§ Work instruction
Scan the records below. Copy every line in which the word "second" appears.

Stored items from a collection:
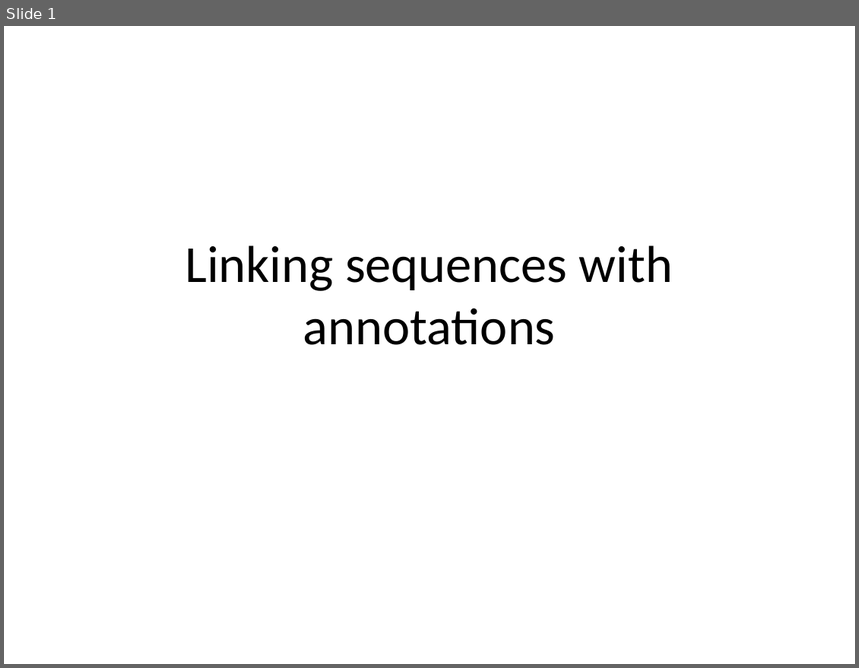
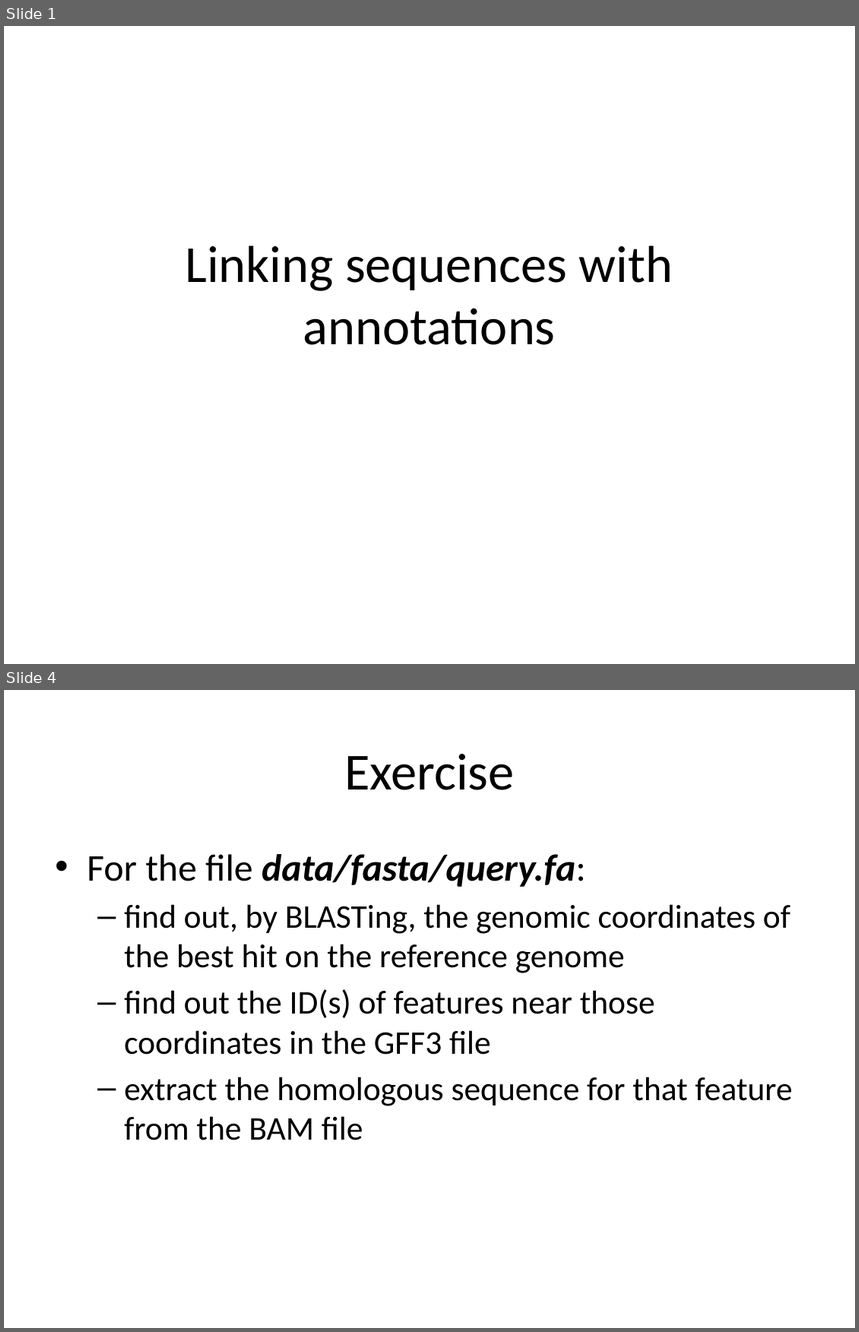
Before and after one commit to naturalis/arangs, a slide deck: doc/slides/day3/session4/seq2gff.pptx. Shown one above the other, each under a label of ours: slide 1 before the commit, slides 1 and 4 after it; the slides between them are not shown. The pictures are 859x668 and 859x1332 pixels, drawn with LibreOffice and Linux fonts; fonts in the diff are those of the drawing. Boxes give left, top, right and bottom in pixels: in the first picture for what was removed or moved away, otherwise in the second. Text is boxed around its words. In the diff, an @@ line names an element or a change of style, - is before the commit and + after.

```diff
--- a/doc/slides/day3/session4/seq2gff.pptx
+++ b/doc/slides/day3/session4/seq2gff.pptx
@@ slide 4 added at (4,690,855,1328), background #FFFFFF @@
@@ title added at (344,754,514,790), 44 pt, text #000000 @@
+Exercise
@@ text added at (87,854,793,1141), 28 pt, text #000000 @@
+• For the file data/fasta/query.fa:
+  – find out, by BLASTing, the genomic coordinates of the best hit on the reference genome
+  – find out the ID(s) of features near those coordinates in the GFF3 file
+  – extract the homologous sequence for that feature from the BAM file
```
Also in this commit, not shown: 2 other slides added.
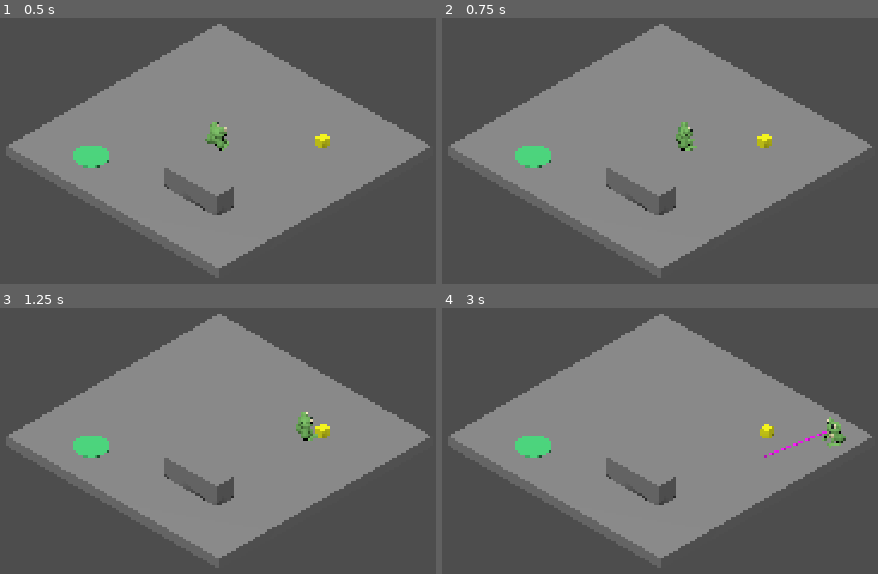
Above: before the commit, frames 1-4 (two rows, left to right).
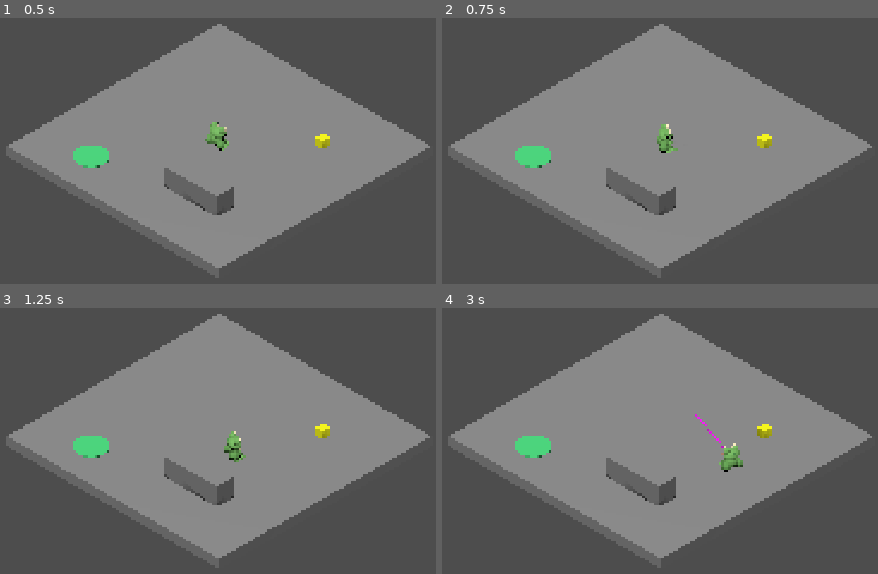
Above: after the commit, the same moments.

Repository: Insider92/froppy-game
Game: Godot game, scene res://scenes/test_level.tscn
Two runs of this game, one before a commit and one after it. Both use one fixed random seed, a clock stepped at 60 frames per second and the inputs below.
Inputs (mouse positions are in pixels of both pictures, inside the frame that each line leads up to):
- Up to frame 1 (0.5 s): no input
- Up to frame 2 (0.75 s): tap Enter at 0.5 s; move the mouse to (834, 124) at 0.52 s; hold D (move_right) from 0.53 s (still down); right-click (834, 124) at 0.6 s
- Up to frame 3 (1.25 s): keep holding D (move_right)
- Up to frame 4 (3 s): move the mouse to (498, 459) at 1.27 s; release D (move_right) at 1.28 s; hold S (move_backward) 1.28-2.03 s; click (498, 459) at 1.35 s; move the mouse to (738, 337) at 2.02 s; hold D (move_right) 2.03-2.78 s; right-click (738, 337) at 2.1 s; move the mouse to (620, 526) at 2.77 s; hold W (move_forward) from 2.78 s (still down); click (620, 526) at 2.85 s

Frame 1 is identical in both runs. In frame 2, 0.7% of the frame differs, in the area x 49-59%, y 39-51%; in frame 3, 0.7%; in frame 4, 1.0%, in the area x 58-93%, y 39-62%.

Commit message:
feat: add configurable frog hopping and air controls

Diff:
--- a/scenes/test_level.tscn
+++ b/scenes/test_level.tscn
@@ -19,6 +19,9 @@
 [node name="TestLevel" type="Node3D" unique_id=233422262]
 
 [node name="Frog" parent="." unique_id=1670517848 node_paths=PackedStringArray("camera") instance=ExtResource("1_gojnm")]
+allow_turning_while_hopping = true
+allow_steering_while_hopping = true
+allow_actions_while_hopping = true
 camera = NodePath("../Camera3D")
 
 [node name="Ground" type="StaticBody3D" parent="." unique_id=1180698977]
--- a/scripts/frog.gd
+++ b/scripts/frog.gd
@@ -3,7 +3,31 @@
 @export_group("Movement")
 ## Horizontal movement speed in meters per second.
 @export_range(0.1, 20.0, 0.1, "suffix:m/s")
-var move_speed: float = 5.0
+var move_speed: float = 3.0
+
+@export_range(0.05, 2.0, 0.05, "suffix:m")
+var hop_height: float = 0.25
+
+@export_range(0.0, 0.5, 0.01, "suffix:s")
+var hop_landing_pause: float = 0.08
+
+## Maximum turning speed in degrees per second.
+## At 360 deg/s, a 180-degree turn takes half a second.
+@export_range(45.0, 1080.0, 5.0, "suffix:deg/s")
+var turn_speed_degrees: float = 360.0
+
+## Allows Froppy to visually turn while airborne.
+@export var allow_turning_while_hopping: bool = false
+
+## Allows changing the actual movement direction while airborne.
+@export var allow_steering_while_hopping: bool = false
+
+## How quickly Froppy changes horizontal velocity while steering in the air.
+@export_range(0.1, 30.0, 0.1, "suffix:m/s²")
+var air_steering_acceleration: float = 6.0
+
+## Allows tongue, spit and mouth-full actions while airborne.
+@export var allow_actions_while_hopping: bool = false
 
 @export var camera: Camera3D
 
@@ -15,6 +39,8 @@
 @onready var tongue: TongueController = $TongueController
 
 var action_active: bool = false
+var hop_pause_remaining: float = 0.0
+
 
 
 func _ready() -> void:
@@ -33,26 +59,50 @@
 		return
 
 	_handle_action_input()
+
+	var was_on_floor: bool = is_on_floor()
+
+	# Update facing before calculating the next hop direction.
+	var can_turn: bool = (
+		not action_active
+		and (
+			is_on_floor()
+			or allow_turning_while_hopping
+		)
+	)
+
+	if can_turn:
+		_update_aim(delta)
+
+	hop_pause_remaining = maxf(
+		hop_pause_remaining - delta,
+		0.0
+	)
+
+	if not is_on_floor():
+		velocity += get_gravity() * delta
+	else:
+		velocity.y = 0.0
 
 	if action_active:
 		velocity.x = 0.0
 		velocity.z = 0.0
 	else:
-		_update_movement()
-
-	if not is_on_floor():
-		velocity += get_gravity() * delta
-	else:
-		velocity.y = 0.0
+		_update_movement(delta)
 
 	move_and_slide()
 
-	if not action_active:
-		_update_aim()
+	if not was_on_floor and is_on_floor():
+		velocity.x = 0.0
+		velocity.z = 0.0
+		hop_pause_remaining = hop_landing_pause
 
 
 func _handle_action_input() -> void:
 	if action_active:
+		return
+
+	if not is_on_floor() and not allow_actions_while_hopping:
 		return
 
 	if Input.is_action_just_pressed("spit_object"):
@@ -66,7 +116,7 @@
 			tongue.use_tongue()
 
 
-func _update_movement() -> void:
+func _update_movement(delta: float) -> void:
 	var input_direction: Vector2 = Input.get_vector(
 		"move_left",
 		"move_right",
@@ -74,8 +124,18 @@
 		"move_backward"
 	)
 
-	var right: Vector3 = camera.global_basis.x
-	var backward: Vector3 = camera.global_basis.z
+	# No input: stop only when standing on the floor.
+	# Air momentum remains unchanged.
+	if input_direction.is_zero_approx():
+		if is_on_floor():
+			velocity.x = 0.0
+			velocity.z = 0.0
+
+		return
+
+	# Movement is relative to Froppy's current facing direction.
+	var right: Vector3 = visuals.global_basis.x
+	var backward: Vector3 = visuals.global_basis.z
 
 	right.y = 0.0
 	backward.y = 0.0
@@ -88,17 +148,66 @@
 		+ backward * input_direction.y
 	)
 
+	if direction.length_squared() > 1.0:
+		direction = direction.normalized()
+
+	# Froppy is already airborne.
+	if not is_on_floor():
+		if allow_steering_while_hopping:
+			var desired_velocity: Vector3 = direction * move_speed
+			var steering_step: float = (
+				air_steering_acceleration * delta
+			)
+
+			velocity.x = move_toward(
+				velocity.x,
+				desired_velocity.x,
+				steering_step
+			)
+
+			velocity.z = move_toward(
+				velocity.z,
+				desired_velocity.z,
+				steering_step
+			)
+
+		return
+
+	if hop_pause_remaining > 0.0:
+		return
+
+	# Start a new hop.
 	velocity.x = direction.x * move_speed
 	velocity.z = direction.z * move_speed
 
-
-func _update_aim() -> void:
-	var mouse_position: Vector2 = get_viewport().get_mouse_position()
-	var ray_origin: Vector3 = camera.project_ray_origin(mouse_position)
-	var ray_direction: Vector3 = camera.project_ray_normal(mouse_position)
-
-	var ground_plane := Plane(Vector3.UP, global_position.y)
-	var hit: Variant = ground_plane.intersects_ray(ray_origin, ray_direction)
+	var gravity_strength: float = absf(get_gravity().y)
+	velocity.y = sqrt(
+		2.0 * gravity_strength * hop_height
+	)
+
+
+func _update_aim(delta: float) -> void:
+	var mouse_position: Vector2 = (
+		get_viewport().get_mouse_position()
+	)
+
+	var ray_origin: Vector3 = (
+		camera.project_ray_origin(mouse_position)
+	)
+
+	var ray_direction: Vector3 = (
+		camera.project_ray_normal(mouse_position)
+	)
+
+	var ground_plane := Plane(
+		Vector3.UP,
+		global_position.y
+	)
+
+	var hit: Variant = ground_plane.intersects_ray(
+		ray_origin,
+		ray_direction
+	)
 
 	if hit == null:
 		return
@@ -106,22 +215,48 @@
 	var target: Vector3 = hit
 	target.y = visuals.global_position.y
 
-	if visuals.global_position.distance_to(target) < 0.05:
-		return
-
-	visuals.look_at(target, Vector3.UP)
-
+	var target_direction: Vector3 = (
+		target - visuals.global_position
+	)
+
+	target_direction.y = 0.0
+
+	if target_direction.length() < 0.05:
+		return
+
+	target_direction = target_direction.normalized()
+
+	# Godot's forward direction is negative Z.
+	var target_yaw: float = atan2(
+		-target_direction.x,
+		-target_direction.z
+	)
+
+	var maximum_turn: float = (
+		deg_to_rad(turn_speed_degrees) * delta
+	)
+
+	visuals.rotation.y = rotate_toward(
+		visuals.rotation.y,
+		target_yaw,
+		maximum_turn
+	)
 
 func _play_mouth_full_shake() -> void:
 	if action_active:
 		return
 
-	if not feedback_animation_player.has_animation("mouth_full_shake"):
-		push_warning("Animation 'mouth_full_shake' is missing.")
+	if not feedback_animation_player.has_animation(
+		"mouth_full_shake"
+	):
+		push_warning(
+			"Animation 'mouth_full_shake' is missing."
+		)
 		return
 
 	action_active = true
 	feedback_animation_player.play("mouth_full_shake")
+
 	await feedback_animation_player.animation_finished
 
 	shake_pivot.position = Vector3.ZERO

§ Finished task
Before and after one commit to naturalis/arangs, a slide deck: doc/slides/day3/session4/seq2gff.pptx. Shown one above the other, each under a label of ours: slide 1 before the commit, slides 1 and 4 after it; the slides between them are not shown. The pictures are 859x668 and 859x1332 pixels, drawn with LibreOffice and Linux fonts; fonts in the diff are those of the drawing. Boxes give left, top, right and bottom in pixels: in the first picture for what was removed or moved away, otherwise in the second. Text is boxed around its words. In the diff, an @@ line names an element or a change of style, - is before the commit and + after.
Two runs of this game, one before a commit and one after it. Both use one fixed random seed, a clock stepped at 60 frames per second and the inputs below.
 ## Horizontal movement speed in meters per second.
+## Maximum turning speed in degrees per second.
+## At 360 deg/s, a 180-degree turn takes half a second.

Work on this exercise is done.